El socarrón, que en ese instante escuchaba con atención grandísima un haz de pescaditos recién sacados del plato, vuélvese cortés y gravemente al dueño, respondiendo con toda formalidad:
-"Ruego a vuecencia me disculpe. Es el caso que, desde hace un año carezco de noticias de un amigo partido para el Amazonas, y preguntaba a estos habitantes del Atlántico si no tenían nuevas de él. Todos me responden, invariablemente, que cuando el buque en que viajaba mi amigo zarpó de Montevideo, no habían nacido aun, pero que algo de él han oído a sus abuelos, y añaden que haría bien en ponerme al habla con ellos. ¿No me daría vuecencia permiso para echar un parrafito con uno de esos pescadotes? (y señalaba los monstruos del centro de la mesa).

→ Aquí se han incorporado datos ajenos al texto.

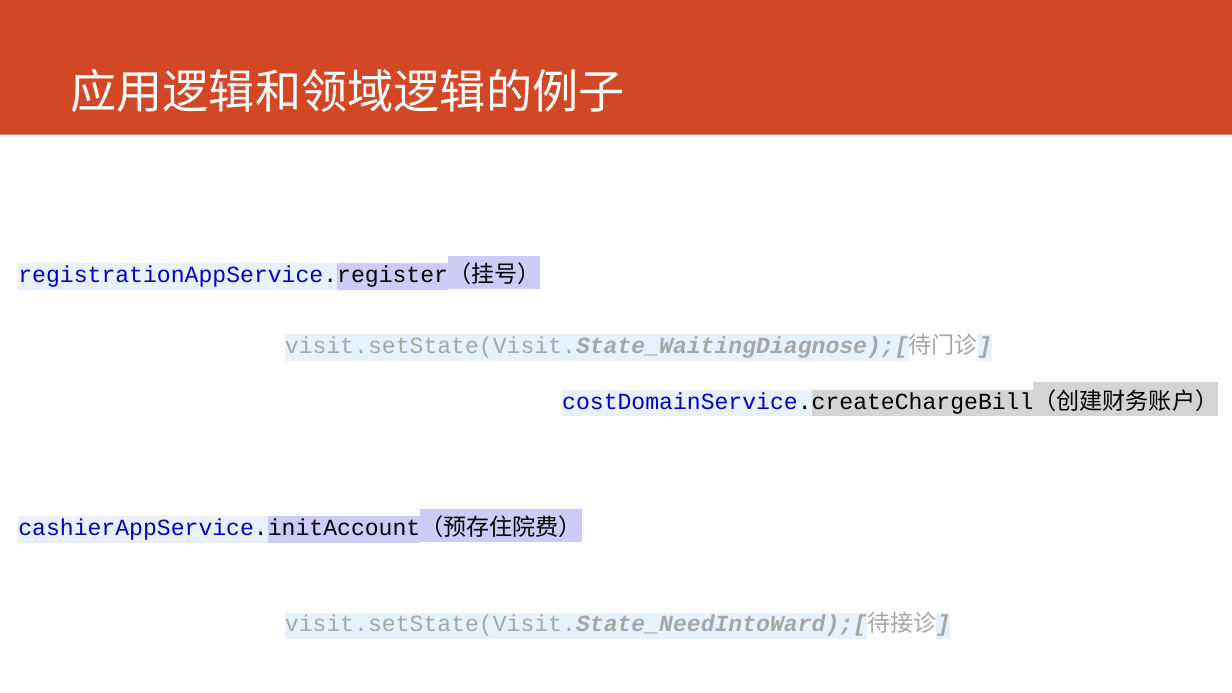
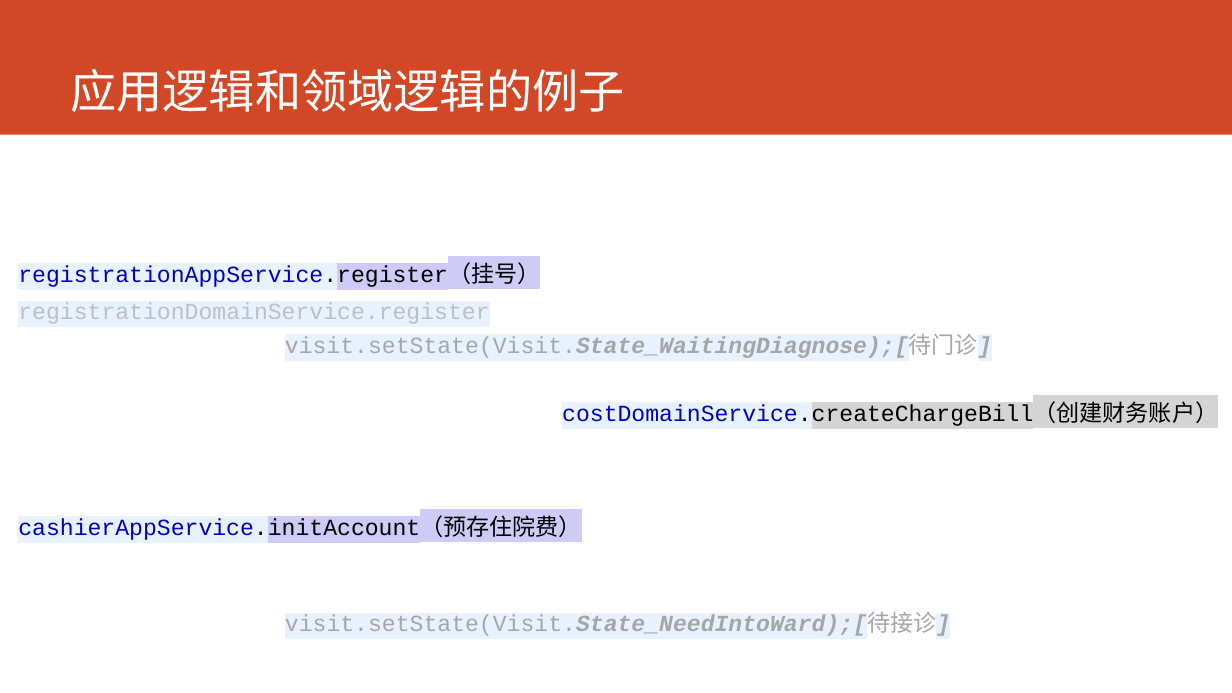
Before and after one commit to lixiangqi-github/hospital, a slide deck: slide 4 of doc/技术交流/技术交流-2017-8-28.pptx. Drawn at 1232x693 pixels with LibreOffice and Linux fonts; fonts in the diff are those of the drawing. Boxes give left, top, right and bottom in pixels: in the first picture for what was removed or moved away, otherwise in the second. Text is boxed around its words. In the diff, an @@ line names an element or a change of style, - is before the commit and + after.

```diff
--- a/doc/技术交流/技术交流-2017-8-28.pptx
+++ b/doc/技术交流/技术交流-2017-8-28.pptx
@@ text added at (x1=18, y1=303, x2=489, y2=324), 18 pt, text #BFBFBF @@
+registrationDomainService.register
@@ text "costDomainService.createChargeBill（创建财务账户）" moved from (x1=562, y1=392, x2=1218, y2=416) to (x1=562, y1=404, x2=1218, y2=428) @@
```
Also in this commit, not shown: 1 slide added.

Una carcajada homérica del anfitrión y otros gargantúas que estaban alegres con el zumo de vid, fué la respuesta, completada y ratificada con el envío del fuentón que contenía un par de tiburones en salsa y con rajas de limón.
Estos escualos, que conocían palmo a palmo el océano, le refirieron mil naufragios, dándole todos los nombres de descubridores de mundos y buscadores de Eldorados y Fuentes de Juvencio que hubiesen surcado el Atlántico de cien años acá. La conversación duró dos horas, veinte minutos, diez segundos, seis quintos, exactamente, regada con vino carlón y controlada con cronómetro Pavia. Se teme que la dará a la imprenta un día de estos.